During his tenure as President of the National Academy of Science, Alberts played a major role in developing the National Science Education Standards, designed to emphasize inquiry-based education to foster effective problem-solving skills applicable in the workplace and in life. However, as Alberts noted, states were allowed to produce their own set of educational standards and consequently “paid little attention” to the standards. The results, he said, are inconsistent learning standards across the nation which persist today.
Prevailing learning formats and pre-medical school course requirements stand in the way of reinventing science education, Alberts said.
Some audience members said they agreed with Alberts’s critique.
“To delve into one discipline, explore and learn and understand it, you have to feel like you’re not going to be screwed because you’re not going to get an 800 on the SAT biology,” said John J. Clore, a Harvard Graduate School of Education student who attended the talk.

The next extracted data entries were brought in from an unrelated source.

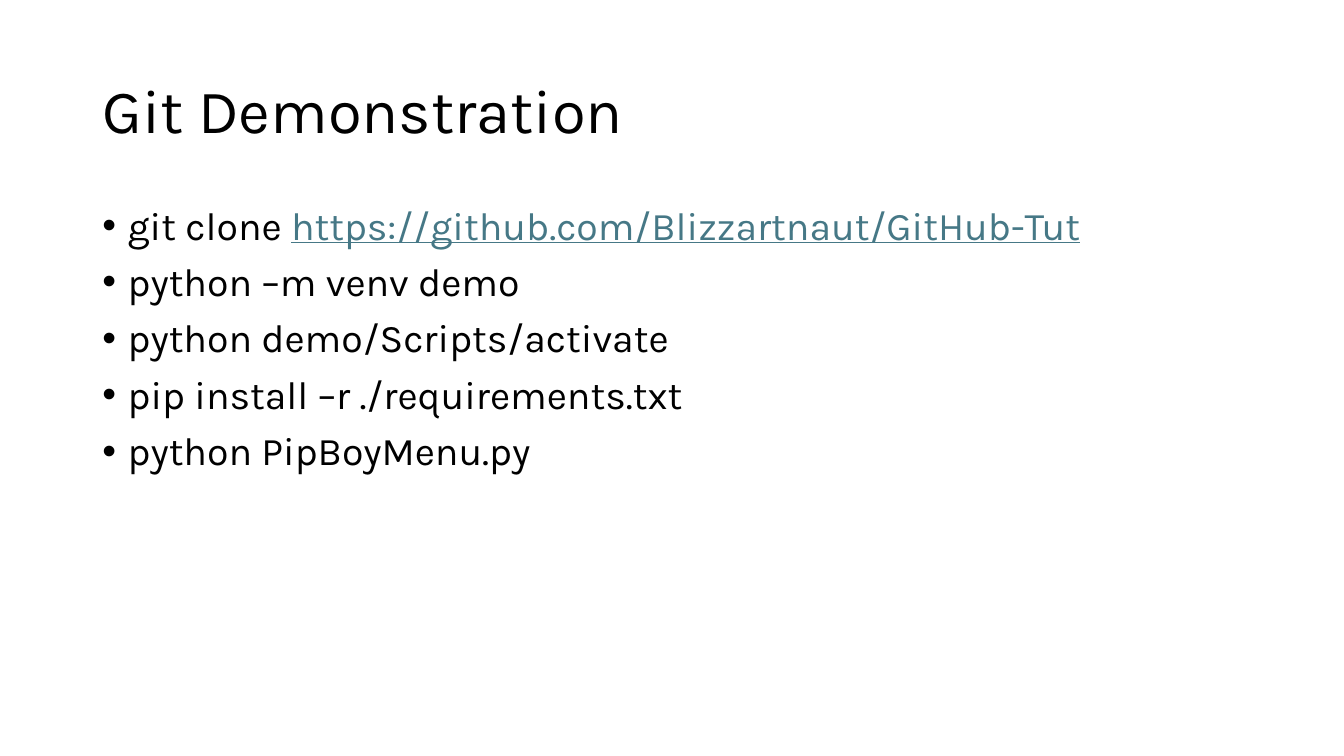
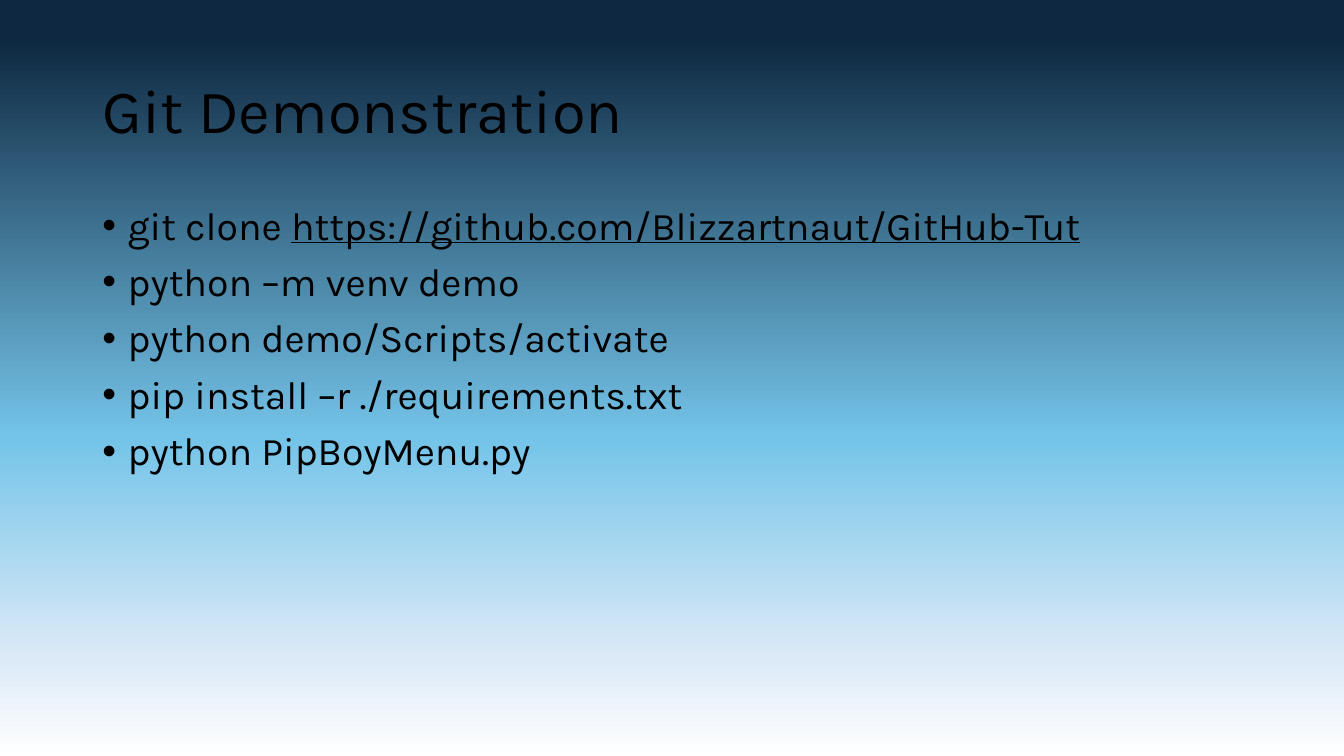
Before and after one commit to Blizzartnaut/GitHub-Tut, a slide deck: slide 13 of GitHub Basics.pptx. Drawn at 1344x756 pixels with LibreOffice and Linux fonts; fonts in the diff are those of the drawing. Boxes give left, top, right and bottom in pixels: in the first picture for what was removed or moved away, otherwise in the second. Text is boxed around its words. In the diff, an @@ line names an element or a change of style, - is before the commit and + after.

```diff
--- a/GitHub Basics.pptx
+++ b/GitHub Basics.pptx
@@ background #FFFFFF to gradient #0E2841 to #74C4E9 to #DCEAF7 to #FFFFFF @@
@@ text at [128,211,1080,250]: text colour #467886 to #000000 in "https://github.com/Blizzartnaut/GitHub-Tut" @@
```
Also in this commit, not shown: 12 other slides changed.
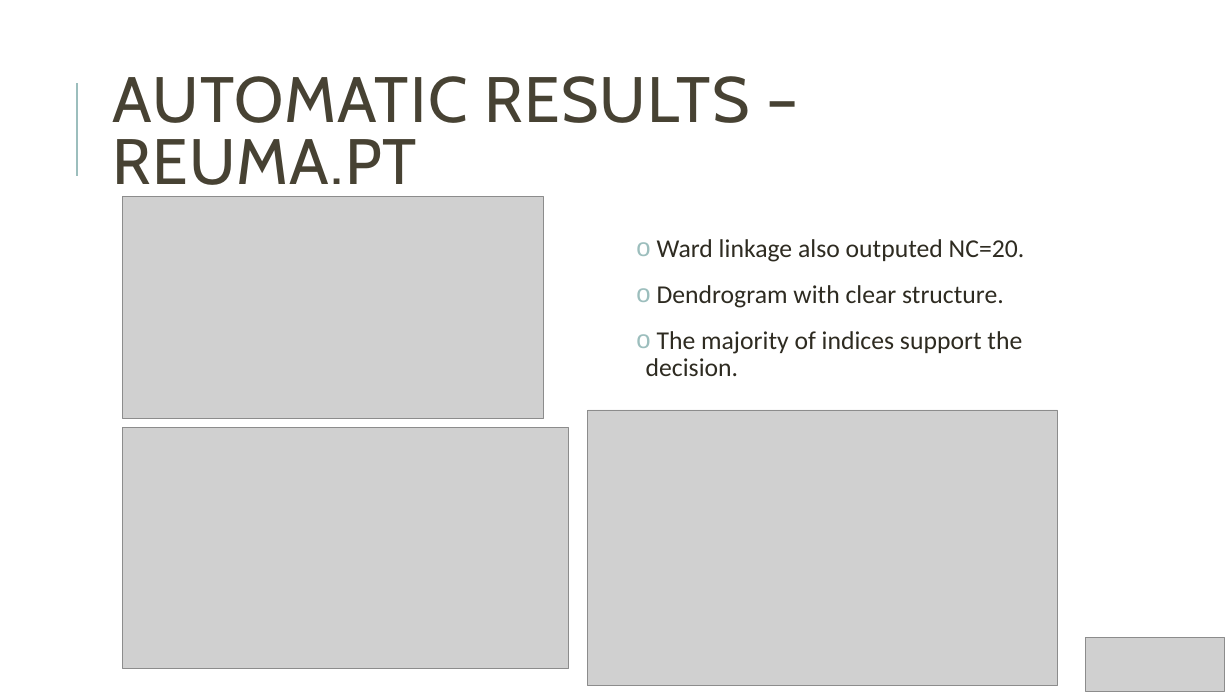
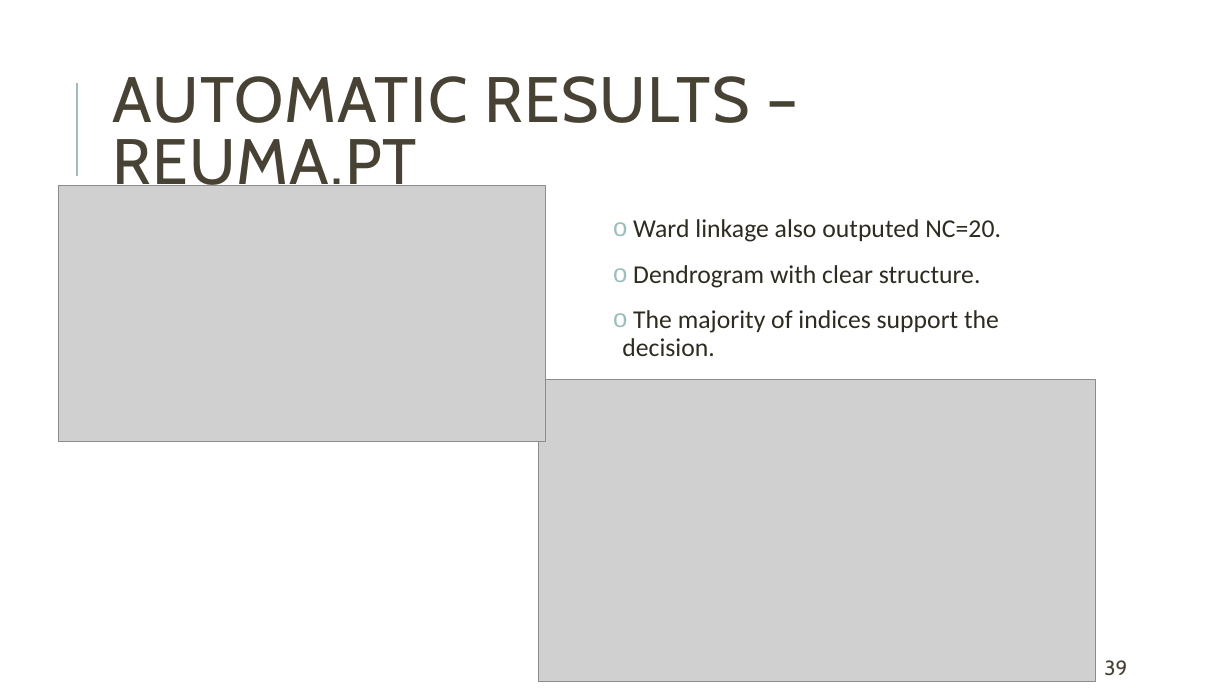
Before and after one commit to Nuno09/MscThesis, a slide deck: slide 39 of Dissertacao/apresentação_tese.pptx (slide 49 before the commit). Drawn at 1232x693 pixels with LibreOffice and Linux fonts; fonts in the diff are those of the drawing; grey boxes stand for pictures. Boxes give left, top, right and bottom in pixels: in the first picture for what was removed or moved away, otherwise in the second. Text is boxed around its words. In the diff, an @@ line names an element or a change of style, - is before the commit and + after.

```diff
--- a/Dissertacao/apresentação_tese.pptx
+++ b/Dissertacao/apresentação_tese.pptx
@@ picture: place and size @@
-picture at (123,197,544,419)
+picture at (58,185,545,442)
@@ text "Ward linkage also outputed NC=20.": place and size @@
-text "Ward linkage also outputed NC=20." at (646,239,1025,376)
+text "Ward linkage also outputed NC=20." at (622,219,1001,356)
@@ picture: place and size @@
-picture at (123,427,568,669)
+picture at (539,380,1096,682)
@@ picture removed at (588,410,1057,687) @@
@@ picture removed at (1086,638,1226,691) @@
@@ page number added at (1104,660,1127,676), 16 pt, text #474233 @@
+39
```
Also in this commit, not shown: 41 other slides changed, 1 slide added, 11 slides removed.

To effect change, institutions should undertake in-depth research about education and implement an inquiry-based teaching method, Alberts said. This cultural movement—which Alberts said is of “highest priority”—must be initiated by colleges, which can then affect high schools and elementary schools. Alberts called on Harvard in particular to initiate this change, saying that the University is “synonymous with education excellence.”
Alberts has experience as an innovator in education, according to University President Drew G. Faust, who introduced the talk and noted Albert’s integral role during his time on Harvard’s Board of Overseers, “prodding us to think more assertively and ambitiously about undergraduate education in science, and to break down boundaries between schools and disciplines.”
“When you’re dealing with all these different groups of people with different interests, getting to work in one direction isn’t easy, but that doesn’t mean we shouldn’t try,” Harvard Professor Irwin I. Shapiro, another audience member, said.